I recently had luck stealing bits and pieces from Vladimir Peter Guenther Leandro Maia and others, and amalgamating with few concepts from my background in DSP (digital signal processing) and got very satisfying results for 2016-2021

PSR: 99%

Drawdown: 17%

Sharpe: 2.278

Beta: 0.028

CAGR: 49.3%

Net Profit: 710.36%

and yet I'm not happy with it because its not mine and I didnt work it from scratch and IN/OUT strategy could have strong bias on my algo - trust me when I say bias, I dont meant skewed distribution in Tech sector. My portfolio has about 37% in tech and is well distributed in cyclical, defensive and other sectors. By bias I mean use of GLD, SLV, XLI, XLU to signal 'stay away' from the market - such correlation may or may not hold true in the future considering current events of 2020. It could be good or bad but let that be for a seperate discussion.

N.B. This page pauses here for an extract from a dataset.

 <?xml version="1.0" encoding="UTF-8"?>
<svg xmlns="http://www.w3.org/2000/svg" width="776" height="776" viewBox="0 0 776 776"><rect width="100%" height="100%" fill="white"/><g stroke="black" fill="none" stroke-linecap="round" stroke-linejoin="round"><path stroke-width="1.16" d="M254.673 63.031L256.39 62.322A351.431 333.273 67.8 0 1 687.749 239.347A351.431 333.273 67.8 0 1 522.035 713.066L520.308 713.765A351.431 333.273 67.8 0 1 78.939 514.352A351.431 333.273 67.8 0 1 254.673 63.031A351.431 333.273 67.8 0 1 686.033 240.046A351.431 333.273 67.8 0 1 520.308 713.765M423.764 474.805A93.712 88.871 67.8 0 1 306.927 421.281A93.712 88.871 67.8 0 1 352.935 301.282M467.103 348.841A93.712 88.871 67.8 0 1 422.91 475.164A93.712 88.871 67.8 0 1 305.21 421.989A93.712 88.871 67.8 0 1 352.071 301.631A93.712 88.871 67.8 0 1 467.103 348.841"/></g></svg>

For me, what makes me interested in qaunt trading is experimentation in pushing the limits on the metrics (drawdown, sharpe, PSR, beta) and over the time I have seen weird hypothesis holding out true in Competition/Market submissions, etc - It just fascinates me. I cannot stress enough but folks from non-quant background are my super heroes and true inspiration to hang around here and keep experimenting. We also can't ignore the fact that there is enough noise in the market to leverage it to our advantage - how and when is the question.

Sorry for the click bait but here is my golden question - What is your Alpha?
I'm more interested in learning what thought process you guys go through before pulling stats in jupyter notebook or start scribbling your main.py

Mine looks something like this:

1. Explore weird concepts from different background (for eg: Fourier Transformation)

2. Try it in research notebook with available libraries. Basically block testing before putting everything in one piece

3. Stitch everything in main.py and experiment on different universe and params.

4. Fail, Rinse and Repeat

What the actual crap goes in your head before you have that eureka moment that says 'Aaahha putting this in main.py will definetely work' and few param optimization closes the deal?

Do you guys pick concepts from old books? read lot of research papers? build lag-plots, correlations until you find a golden nugget? Is scikit-learn your friend? Analyse technical indicators (I personally feel they all are crap)? Recreate existing practices and add your own flavours (mean reversion, momentum, pair trading, etc)? 

I'm willing to colaborate with you'll brainy people as long as I learn the process - I promise you will benefit from my Python/QC framework skills, NodeJS and AWS if you want to deviate from QC and have a billion dollar idea.

Jared Broad Do you think we can have "Official" Slack or Discord enabled for the community? quick brain borrowing would be extremely easy and efficient. Thanks a lot for creating such an amazing platform. Happy to work for QC if the pay is decent (wink wink). Long Live QC !!

PS: Sorry for venting out my frustration. I know for sure its not a math problem. Its an ART and I want to learn it.